In keeping with its dark, obscure habitat, Onomeris sinuata shows no signs of aposematic coloration and probably is not a target of visually hunting predators, as it rarely appears above the surface of the leaf litter. Our live specimens consistently fled light and concealed themselves in available litter. Aposematism is indicated for many Glomeris species, with classic coloration in shiny black offsetting bright yellow, orange or red spots and bands, though Glomeris marginata is not obviously aposematic compared to congeners such as Glomeris humbertiana Saussure, 1893 or Glomeris connexa C.L. Koch, 1847 (Demange 1981, see color plate III). Carrel and Eisner (1984) and Carrellet al. (1984) speculated on the significance of supposed aposematism in Glomeris marginata. Typically, aposematic prey survives a predatory attack and the predator becomes “educated” in the avoidance of similar prey. However, Glomeris marginata individuals were often killed by Hogna ceratiola spiders before the spider dropped them or became sedated. Further, the sedation would almost always be fatal to the spiders in nature because they would become vulnerable to their own predators, especially to the ever-present ants (Eisner et al. 2005 picture such a spider under attack by ants). Thus Carrell and Eisner questioned how aposematism would work in this system, eventually suggesting that since millipedes have limited mobility, members of the same species in the same area may be related, and therefore the “sacrifice” of some individuals in the population could help relatives that carry some of the same genes. There are two flaws in this scenario. One is that there has been no demonstration that even spiders that survive an encounter with Glomeris marginata have been conditioned at all; in fact learning by spiders is very limited. We think it more likely that the rather poorly marked aposematism of Glomeris marginata is directed to visually hunting vertebrate predators in its native habitat. The second flaw, of course, is that Hogna ceratiola could not be a natural predator of Glomeris marginata because the two species occur an ocean away from each other. Thus tests involving this spider have only a suggestive significance.

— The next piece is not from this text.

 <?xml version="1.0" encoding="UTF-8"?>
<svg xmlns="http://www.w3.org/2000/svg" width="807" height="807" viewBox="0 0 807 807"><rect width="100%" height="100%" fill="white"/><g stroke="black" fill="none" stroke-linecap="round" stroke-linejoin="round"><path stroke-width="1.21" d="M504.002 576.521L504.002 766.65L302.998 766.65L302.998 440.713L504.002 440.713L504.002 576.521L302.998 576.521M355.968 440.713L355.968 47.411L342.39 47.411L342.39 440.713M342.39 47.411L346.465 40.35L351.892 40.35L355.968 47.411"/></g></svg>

More work is required to understand the significance of the presence of glomerin and homoglomerin in Onomeris sinuata secretions, especially to determine likely predators of the millipede and the effects, if any, of the secretion against them. We also need to understand why the millipedes seem so reluctant to produce their chemical defense when treated roughly in a way that immediately would cause other species to do so.